E' da quando mi sono imbattuta nel blog genitoricrescono che ci penso.
Ma anche da molto prima, dalla prima volta che ho visto il termine nero su bianco.

Non c'è felicità nella privazione di qualcosa a cui pensi di tenere.
Neppure se in realtà si rivela superflua e ininfluente, neppure se per gli altri e' inutile, neppure se in altri luoghi e in altri tempi sarebbe stata considerata un lusso impensabile.

Può esserci una ritrovata sensazione di leggerezza e una nuova consapevolezza, questo si', nella rinuncia.
Anche se sofferta, può aiutarci a capire cosa e chi e' davvero importante per noi.
E credo nella necessità di cambiare il mondo in cui viviamo, a partire da noi, con piccoli gesti, per consumare meno e, soprattutto, consumare meglio.
In questo, anni di lavoro in rifugio mi hanno aiutato: so perfettamente che non ho bisogno di molti oggetti per essere felice, purché abbia pasta in abbondanza e la compagnia giusta (= famigliari, nano, qualche amico sincero), non mi serve neppure una salute perfetta (= posso convivere con l'allergia e le ginocchia scricchiolanti).

Però, però.
Un conto e' avere un lavoro che piace ma che stressa, uno stipendio che consente vacanze sugli sci, una casa grande, cene fuori e piccoli lussi fashion, eppure non avere tempo per se è per i propri cari, perché presi nella ruota infernale del "devo lavorare per mantenere questo stile di vita e perché se mi fermo ora la carriera e' bruciata e non si può tornare indietro e poi in fondo non mi accontento mai, c'è sempre un altro traguardo, maggiori responsabilità e l'opinione della società" ecc. ecc.
Un conto e' avere tutto questo e scegliere di rallentare per vivere con meno e ritmi più umani, d'accordo con la tua dolce metà ed i figli, sapendo che avrai comunque abbastanza di che vivere e divertirti.

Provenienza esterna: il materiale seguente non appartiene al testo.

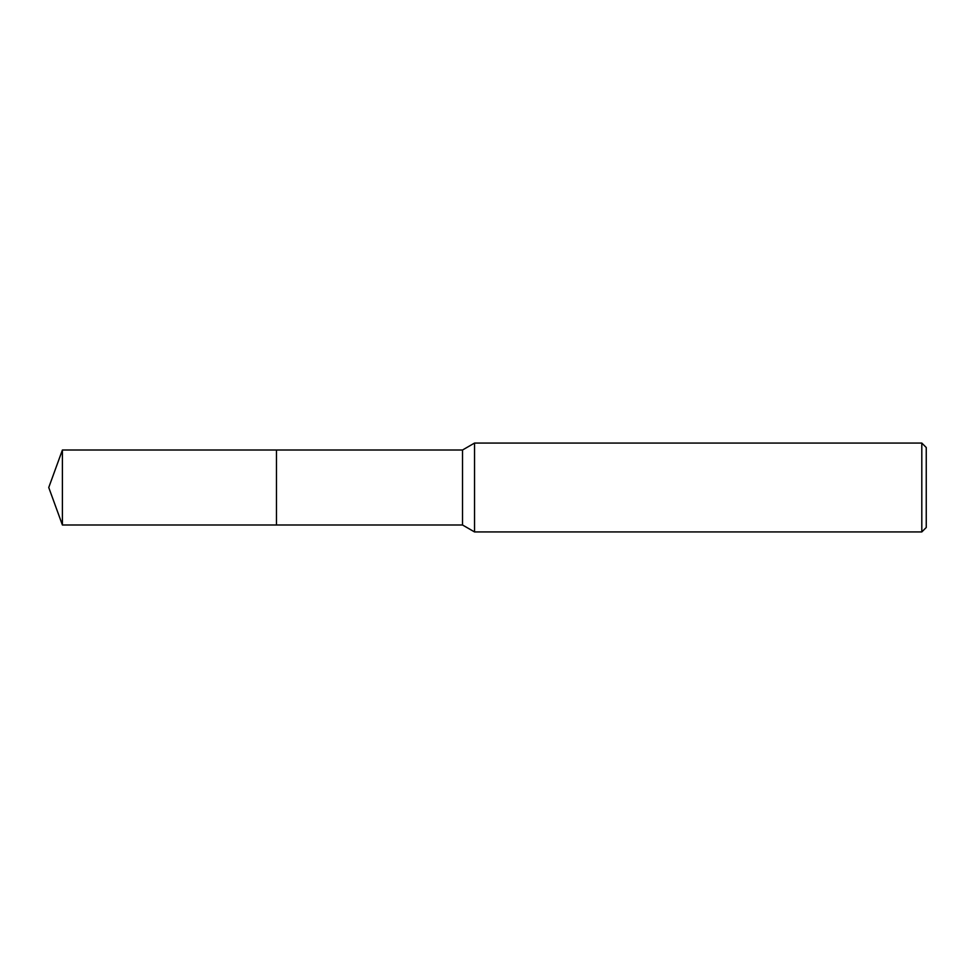 <?xml version="1.0" encoding="UTF-8"?>
<svg xmlns="http://www.w3.org/2000/svg" width="975" height="975" viewBox="0 0 975 975"><rect width="100%" height="100%" fill="white"/><g stroke="black" fill="none" stroke-linecap="round" stroke-linejoin="round"><path stroke-width="0.73" stroke-dasharray="4.88 3.66" d="M926.25 447.513L926.25 527.487M921.802 443.064L921.802 531.936M474.533 443.064L474.533 531.936M462.516 450.011L462.516 524.989M276.461 450.011L276.461 525.001M62.4 450.011L62.4 524.989"/><path stroke-width="1.46" d="M276.461 524.989L276.461 450.011L462.516 450.011L474.533 443.064L921.802 443.064L926.25 447.513L926.25 527.487L921.802 531.936L474.533 531.936L462.516 524.989L276.461 524.989L276.461 450.011L276.461 525.001L62.4 524.989L62.4 450.011L276.461 449.999M462.516 524.989L462.516 450.011M474.533 531.936L474.533 443.064M921.802 531.936L921.802 443.064M62.4 450.011L48.75 487.5L62.4 524.989"/></g></svg>

Un altro e' aver investito anni e risparmi (spesso dei genitori, però sempre soldi sono e nulla e' gratis), tempo e fatiche nello studio e nel lavoro e scoprire che con la scusa della crisi il tuo guadagno orario, ammesso che trovi un posto, e' inferiore a quello di una collaboratrice domestica e in più non hai salvagenti, perché il tuo contratto e' precario (magari no, ma tutti sanno quanto sia facile, nella maggior parte delle ditte, licenziare comunque) o lavori in proprio e anche se hai pagato contributi a gogo', quando sei tu ad avere bisogno dell'indennità di disoccupazione, non arriva e se arriva ci paghi giusto mutuo/affitto e bollette, se va male neppure il nido, perché le rette si basano sul reddito dell'anno prima e che ora non ci sia più, frega nulla a nessuno.
Oppure, semplicemente, il posto non lo trovi, i clienti non hanno soldi o, se il lavoro c'è, e' all'estero e devi disgregare la famiglia per trovarlo o uno dei due deve rinunciare al proprio per seguire l'altro.
Cero, a volte emigrare e' un'opportunità e non tutte le coppie che hanno un coniuge che lavora fuori casa dal lunedì al venerdì per anni, poi scoppia.
Però per i figli (e coniuge) avere un genitore/ partner da weekend non e' il massimo.
Lo dice mio marito, che ci è passato, da figlio.
Lo dicono tutti i nostri amici che hanno avuto un padre così.
E i pochi che conosco che si sono spostati spesso per via del lavoro dei genitori.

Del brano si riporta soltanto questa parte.